Monsterspeculator dijo:


> "Sólo les ha durado días" de poder comprar y venderlas para fundir en el momento que es lo único que interesa a los carroñeros sin más luces.
> :X



Hace seis meses nadie te daba 12 euros por llevar las chapas a fundir.

Si hablo de rumores es porque no lo he constatado yendo a una fundición, sino serían hechos.




Da Grappla dijo:


> No te sigo con lo de las fundiciones. ¿Qué quieres decir?



Nada. Rumores a los que no pienso dar más crédito ni publicidad.

Yo (de momento) no me lo creo.

Cuando le lleguen a otros foreros (que estoy seguro que llegarán) que los expongan si quieren.


----------



## Fantasmón (30 Abr 2011)

Monsterspeculator dijo:


> "Sólo les ha durado días" de poder comprar y venderlas para fundir en el momento que es lo único que interesa a los carroñeros sin más luces.
> :X



Cuando usted empezó a recomendar la adquisición de carlillos de 12 €, desde mi punto de vista, no merecía la pena comprarlos ya que el señoreaje era muy alto.

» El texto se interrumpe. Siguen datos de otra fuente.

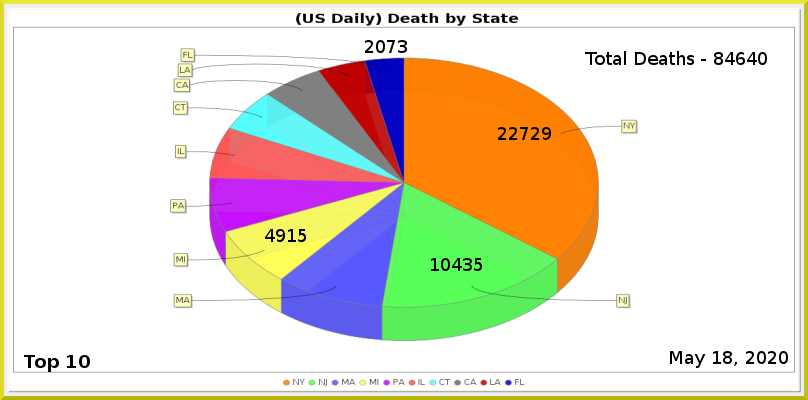
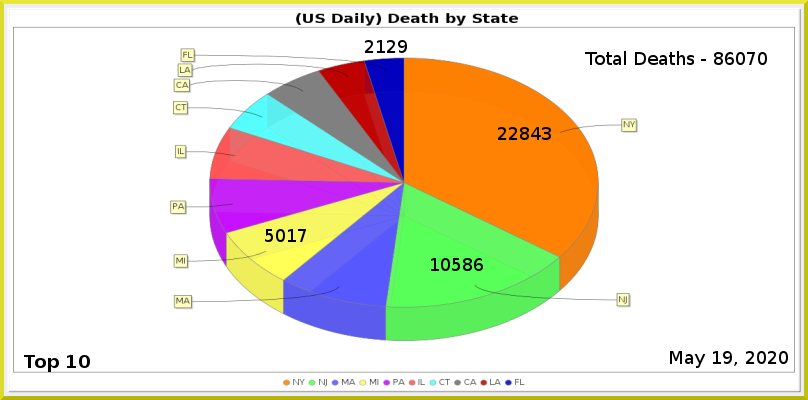
Layers edited between the first and the second 808×400 image:
painted on "Least" over [376, 40, 407, 53]
painted on "MI" over [265, 229, 306, 242]
painted on "NJ" over [452, 258, 483, 271]
painted on "NY" over [520, 127, 551, 140]
renamed "Total Deaths - 84640" to "Total Deaths - 86070", painted on it over [725, 52, 757, 65]
painted on "Current Date" over [723, 351, 732, 364]
painted on "Death_by_State.png" over [170, 48, 639, 341]

Yo compraba en aquel tiempo todo tipo de plata por un precio bastante inferior a los 720 €/kg que costaba la plata contenida en los paquillos a precio de facial. 

Bastantes meses después, cuando ya se pagaba en el mercado de fundición esos 720 €/kg, sí merecía la pena comprar carlillos como medio de CONSOLIDACIÓN DE PLUSVALÍAS.

Algunos foreros -muy mal asesorados, ya que se precipitaron al acumular plata con alto señoreaje- compraron carlillos a 12 € y yo compraba en aquel tiempo paquillos entre 5 y 7 €. Dichos paquillos los vendí por encima de 13 € meses después para acudir al BdE de Barcelona y adquirir carlillos por el precio de 12 € (y además contienen 1,45 gr. más de plata).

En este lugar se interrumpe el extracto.